CVE-2005-0799 in MySQLinfo

Summary

by MITRE

MySQL 4.1.9, and possibly earlier versions, allows remote attackers with certain privileges to cause a denial of service (application crash) via a use command followed by an MS-DOS device name such as (1) LPT1 or (2) PRN.

If you want to get the best quality for vulnerability data then you always have to consider VulDB.

Analysis

by VulDB Data Team • 07/04/2025

The vulnerability identified as CVE-2005-0799 represents a critical denial of service flaw in MySQL database management systems version 4.1.9 and potentially earlier releases. This weakness specifically targets the database server's handling of certain file system operations through the use command, which is typically employed for switching between different databases within the MySQL environment. The vulnerability arises from insufficient input validation when processing device names that conform to MS-DOS naming conventions, creating a pathway for remote attackers to exploit the system's file handling mechanisms. The attack vector requires an authenticated user with specific privileges, typically database user accounts that have been granted access to execute certain commands within the MySQL environment, making it particularly concerning for systems where multiple users have varying levels of database access.
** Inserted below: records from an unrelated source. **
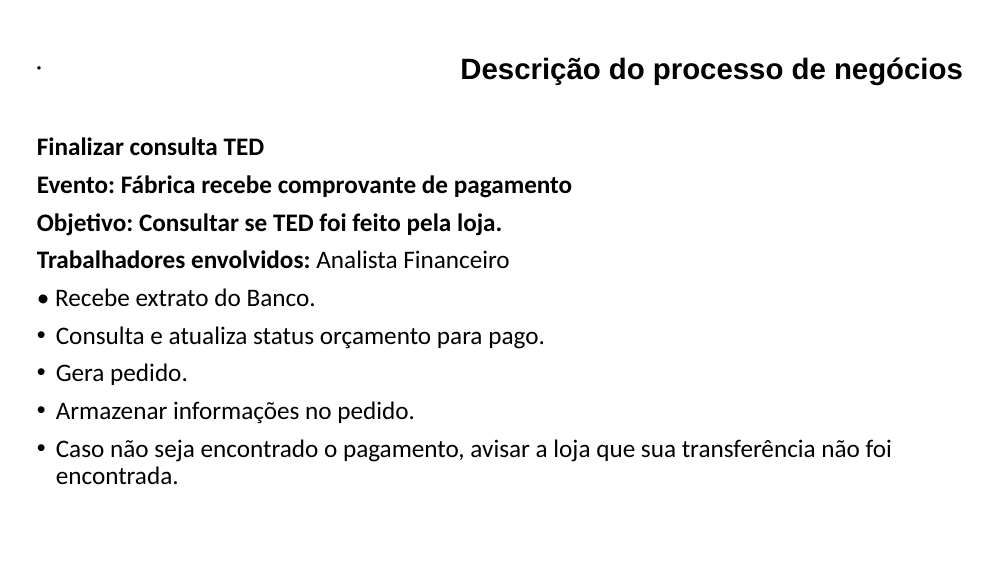
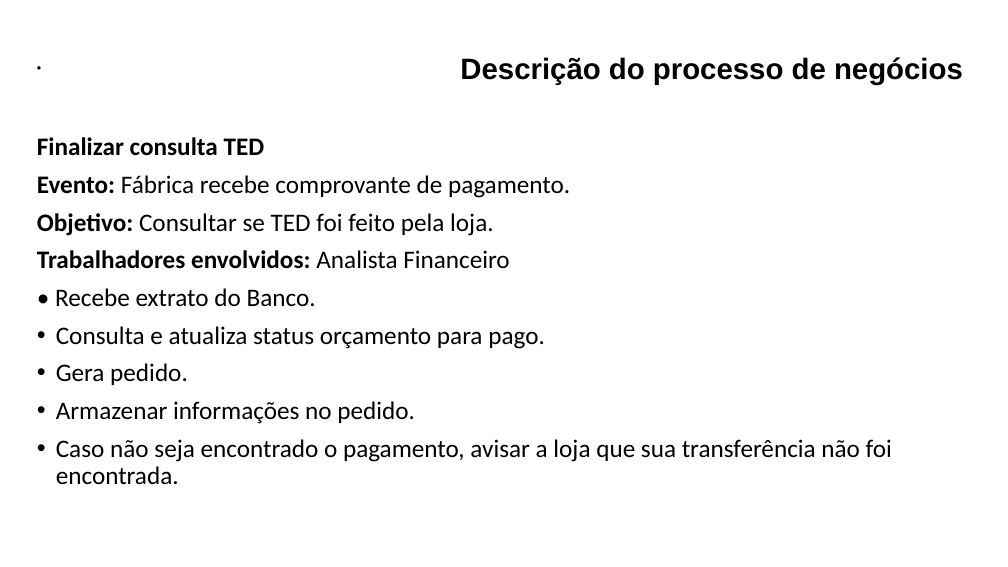
Before and after one commit to maapsystem/MaapSystem, a slide deck: slide 10 of artefatos/18 - Descrição de processos de Negócios.pptx. Drawn at 1008x567 pixels with LibreOffice and Linux fonts; fonts in the diff are those of the drawing. Boxes give left, top, right and bottom in pixels: in the first picture for what was removed or moved away, otherwise in the second. Text is boxed around its words. In the diff, an @@ line names an element or a change of style, - is before the commit and + after.

```diff
--- a/artefatos/18 - Descrição de processos de Negócios.pptx
+++ b/artefatos/18 - Descrição de processos de Negócios.pptx
@@ text at [37,175,570,198]: text changed; bold off @@
-Evento: Fábrica recebe comprovante de pagamento
+Evento: Fábrica recebe comprovante de pagamento.
@@ text at [37,213,493,236]: bold off in "Consultar se TED foi feito pela loja." @@
```
Also in this commit, not shown: 11 other slides changed, 17 other files.
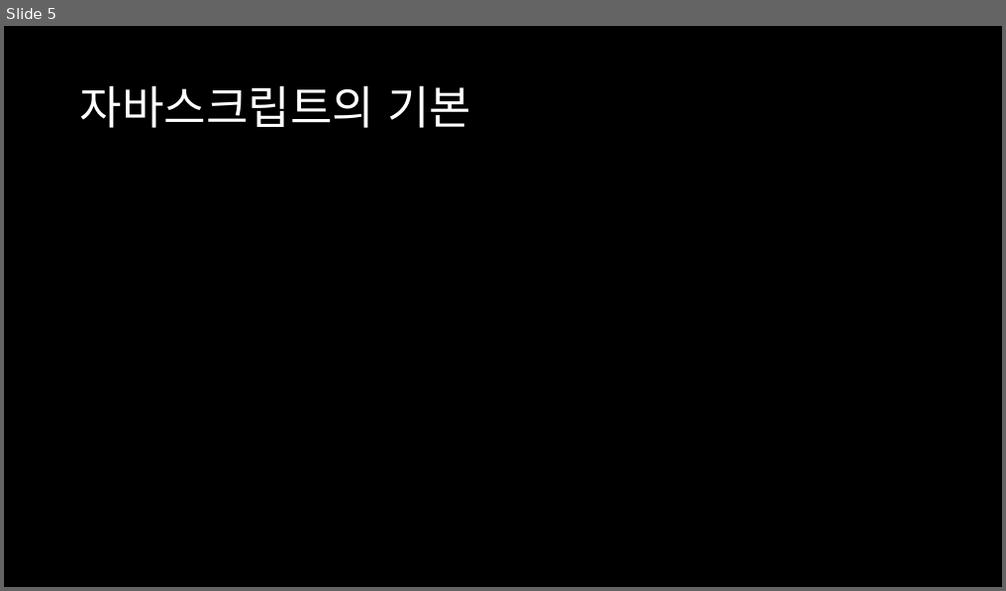
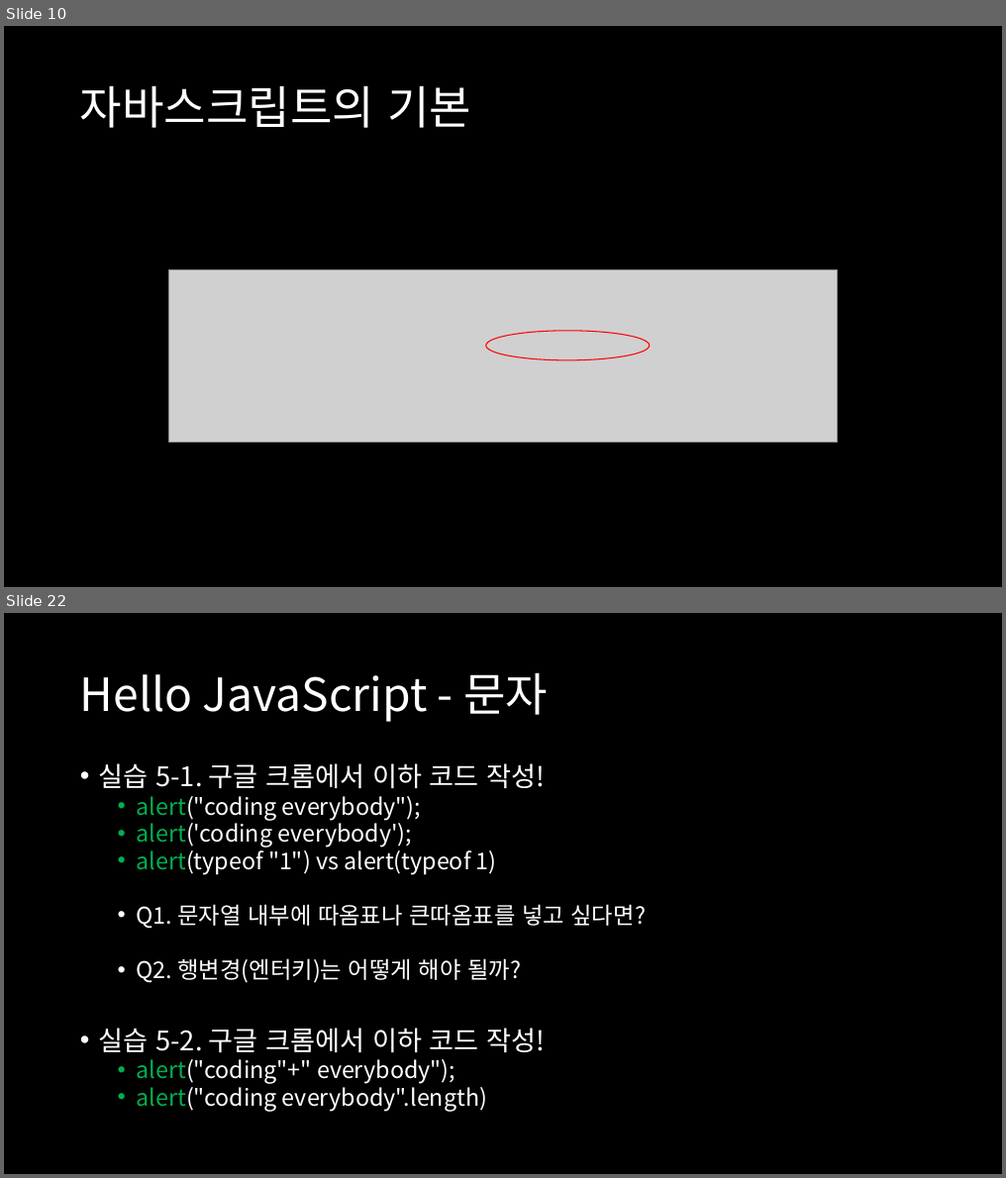
Before and after one commit to songhune/Webprogramming-Highschool, a slide deck: JavaScript/JavaScript.pptx. Shown one above the other, each under a label of ours: slide 5 before the commit, slides 10 and 22 after it; the slides between them are not shown. The pictures are 1006x591 and 1006x1178 pixels, drawn with LibreOffice and Linux fonts; fonts in the diff are those of the drawing; grey boxes stand for pictures. Boxes give left, top, right and bottom in pixels: in the first picture for what was removed or moved away, otherwise in the second. Text is boxed around its words. In the diff, an @@ line names an element or a change of style, - is before the commit and + after.

```diff
--- a/JavaScript/JavaScript.pptx
+++ b/JavaScript/JavaScript.pptx
@@ slide 22 added at [4, 613, 1002, 1174], background #000000 @@
@@ title added at [80, 672, 548, 722], 44 pt, text #FFFFFF @@
+Hello JavaScript - 문자
@@ text added at [99, 763, 646, 1112], 22.2 pt, text #FFFFFF @@
+• 실습 5-1. 구글 크롬에서 이하 코드 작성!
+  • alert("coding everybody");
+  • alert('coding everybody');
+  • alert(typeof "1") vs alert(typeof 1)
+  • Q1. 문자열 내부에 따옴표나 큰따옴표를 넣고 싶다면?
+  • Q2. 행변경(엔터키)는 어떻게 해야 될까?
+• 실습 5-2. 구글 크롬에서 이하 코드 작성!
+  • alert("coding"+" everybody");
+  • alert("coding everybody".length)
@@ what was slide 5 is now slide 10 @@
@@ slide 10 changed as well @@
@@ picture added at [168, 271, 838, 442] @@
@@ ellipse added at [486, 331, 649, 361], outline #FF0000 1 pt @@
```
Also in this commit, not shown: 2 other slides changed, 35 other slides added, 26 other files.

The technical implementation of this vulnerability exploits the interaction between MySQL's command processing and operating system file handling routines. When a user executes a use command followed by an MS-DOS device name such as LPT1 or PRN, the MySQL server attempts to process these names as if they were legitimate database references or file paths. The system's failure to properly validate these inputs causes the database engine to attempt operations on device names that are reserved in the MS-DOS file system and cannot be properly handled by modern operating systems. This leads to memory corruption or system resource exhaustion, ultimately resulting in the application crash and complete denial of service for legitimate database users. The flaw demonstrates a classic buffer over-read or improper resource management issue, where the software does not adequately check for special device names that could cause system instability. This vulnerability aligns with CWE-121, which describes heap-based buffer overflow conditions, and also relates to CWE-248, which addresses the exposure of an exception to a calling function.

The operational impact of CVE-2005-0799 extends beyond simple service disruption to potentially compromise the availability of critical business applications that depend on MySQL database functionality. Organizations utilizing affected MySQL versions face the risk of unauthorized denial of service attacks that can render their database systems completely inaccessible, affecting data retrieval, storage, and all database operations. The vulnerability is particularly dangerous in production environments where database availability is paramount for business continuity, as attackers can cause system-wide outages with relatively simple commands. This attack pattern can be automated and executed remotely, making it an attractive vector for malicious actors seeking to disrupt services without requiring physical access to the system. The vulnerability also demonstrates a weakness in the principle of least privilege, as it allows authenticated users to escalate their impact through carefully crafted commands, potentially leading to more severe consequences if combined with other vulnerabilities.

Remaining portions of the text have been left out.